[Start of Attachment]

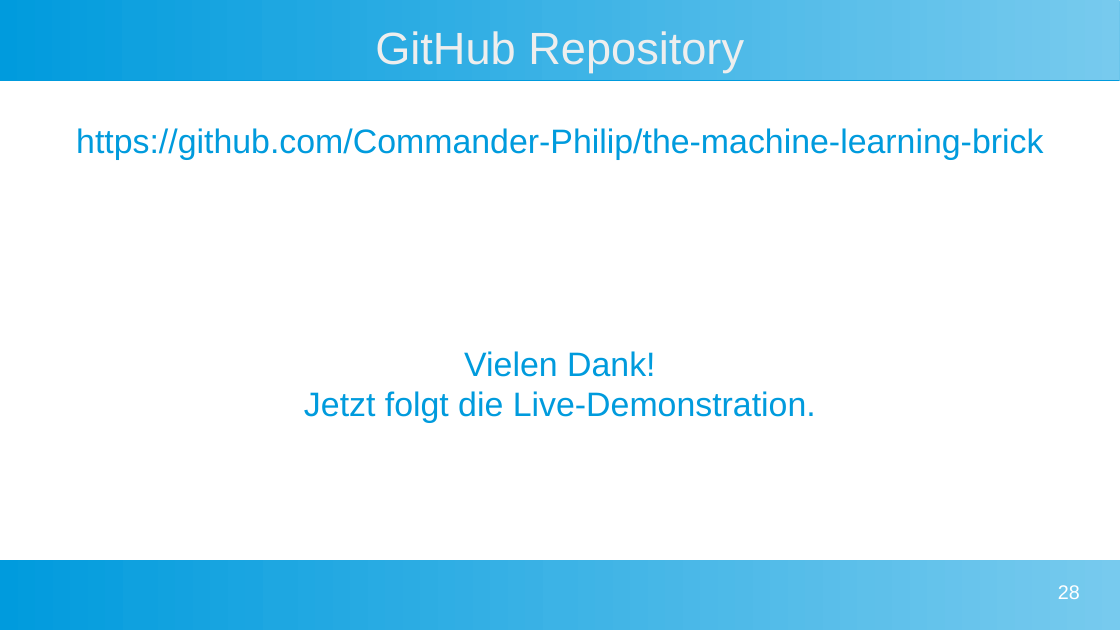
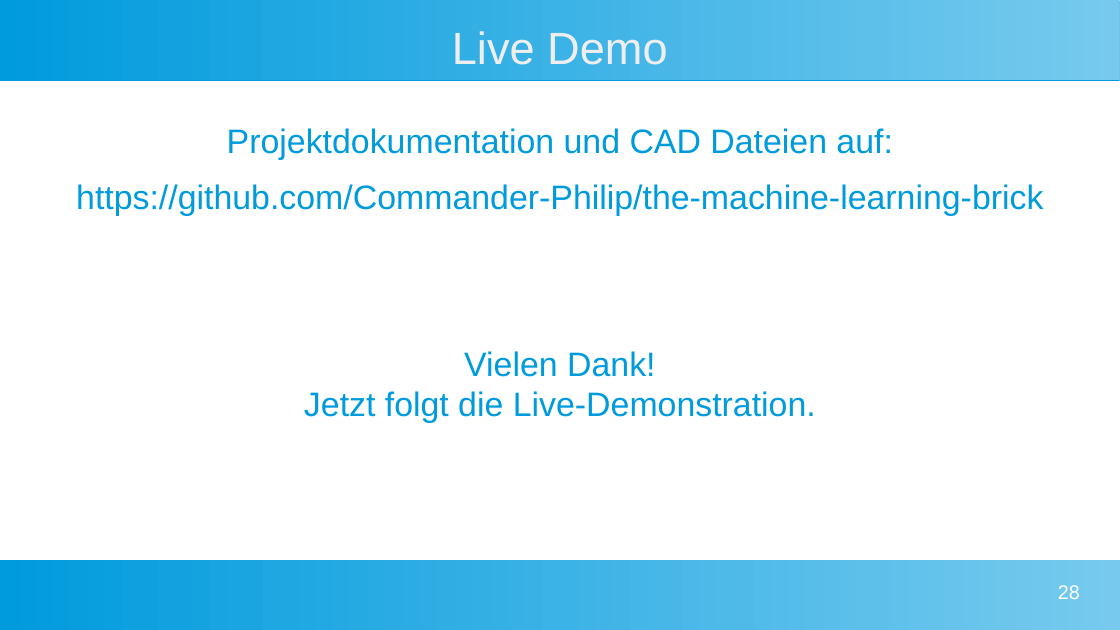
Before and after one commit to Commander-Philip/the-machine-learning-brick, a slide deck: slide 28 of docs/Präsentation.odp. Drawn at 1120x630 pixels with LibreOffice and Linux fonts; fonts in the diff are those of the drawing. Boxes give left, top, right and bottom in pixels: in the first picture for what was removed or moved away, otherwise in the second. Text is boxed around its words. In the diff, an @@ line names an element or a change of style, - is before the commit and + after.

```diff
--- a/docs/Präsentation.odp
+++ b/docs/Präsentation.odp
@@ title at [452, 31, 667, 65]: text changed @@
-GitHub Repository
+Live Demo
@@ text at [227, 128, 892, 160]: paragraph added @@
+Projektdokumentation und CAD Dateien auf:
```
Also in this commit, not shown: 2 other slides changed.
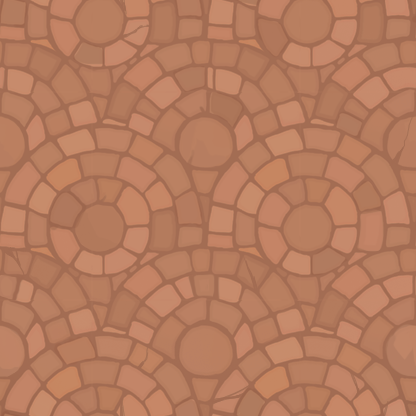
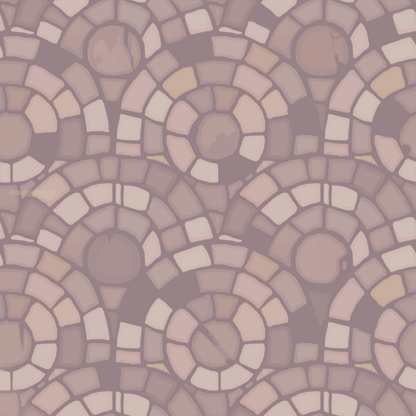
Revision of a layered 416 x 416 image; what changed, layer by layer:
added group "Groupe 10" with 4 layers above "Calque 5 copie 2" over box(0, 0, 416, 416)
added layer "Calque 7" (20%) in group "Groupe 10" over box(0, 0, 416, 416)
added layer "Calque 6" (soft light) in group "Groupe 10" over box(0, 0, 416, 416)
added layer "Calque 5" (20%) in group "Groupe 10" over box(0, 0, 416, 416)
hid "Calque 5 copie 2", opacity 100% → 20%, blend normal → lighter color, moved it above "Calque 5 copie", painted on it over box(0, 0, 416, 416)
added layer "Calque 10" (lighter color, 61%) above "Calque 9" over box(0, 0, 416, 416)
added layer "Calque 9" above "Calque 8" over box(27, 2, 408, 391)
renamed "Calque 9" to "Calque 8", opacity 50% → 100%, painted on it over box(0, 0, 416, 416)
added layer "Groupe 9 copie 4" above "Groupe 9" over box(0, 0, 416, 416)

[End of Attachment]

- _Problem requirements_: Please output the records above exactly, without the pictures.

- _Answer to this problem_:
Before and after one commit to Commander-Philip/the-machine-learning-brick, a slide deck: slide 28 of docs/Präsentation.odp. Drawn at 1120x630 pixels with LibreOffice and Linux fonts; fonts in the diff are those of the drawing. Boxes give left, top, right and bottom in pixels: in the first picture for what was removed or moved away, otherwise in the second. Text is boxed around its words. In the diff, an @@ line names an element or a change of style, - is before the commit and + after.

```diff
--- a/docs/Präsentation.odp
+++ b/docs/Präsentation.odp
@@ title at [452, 31, 667, 65]: text changed @@
-GitHub Repository
+Live Demo
@@ text at [227, 128, 892, 160]: paragraph added @@
+Projektdokumentation und CAD Dateien auf:
```
Also in this commit, not shown: 2 other slides changed.
Revision of a layered 416 x 416 image; what changed, layer by layer:
added group "Groupe 10" with 4 layers above "Calque 5 copie 2" over box(0, 0, 416, 416)
added layer "Calque 7" (20%) in group "Groupe 10" over box(0, 0, 416, 416)
added layer "Calque 6" (soft light) in group "Groupe 10" over box(0, 0, 416, 416)
added layer "Calque 5" (20%) in group "Groupe 10" over box(0, 0, 416, 416)
hid "Calque 5 copie 2", opacity 100% → 20%, blend normal → lighter color, moved it above "Calque 5 copie", painted on it over box(0, 0, 416, 416)
added layer "Calque 10" (lighter color, 61%) above "Calque 9" over box(0, 0, 416, 416)
added layer "Calque 9" above "Calque 8" over box(27, 2, 408, 391)
renamed "Calque 9" to "Calque 8", opacity 50% → 100%, painted on it over box(0, 0, 416, 416)
added layer "Groupe 9 copie 4" above "Groupe 9" over box(0, 0, 416, 416)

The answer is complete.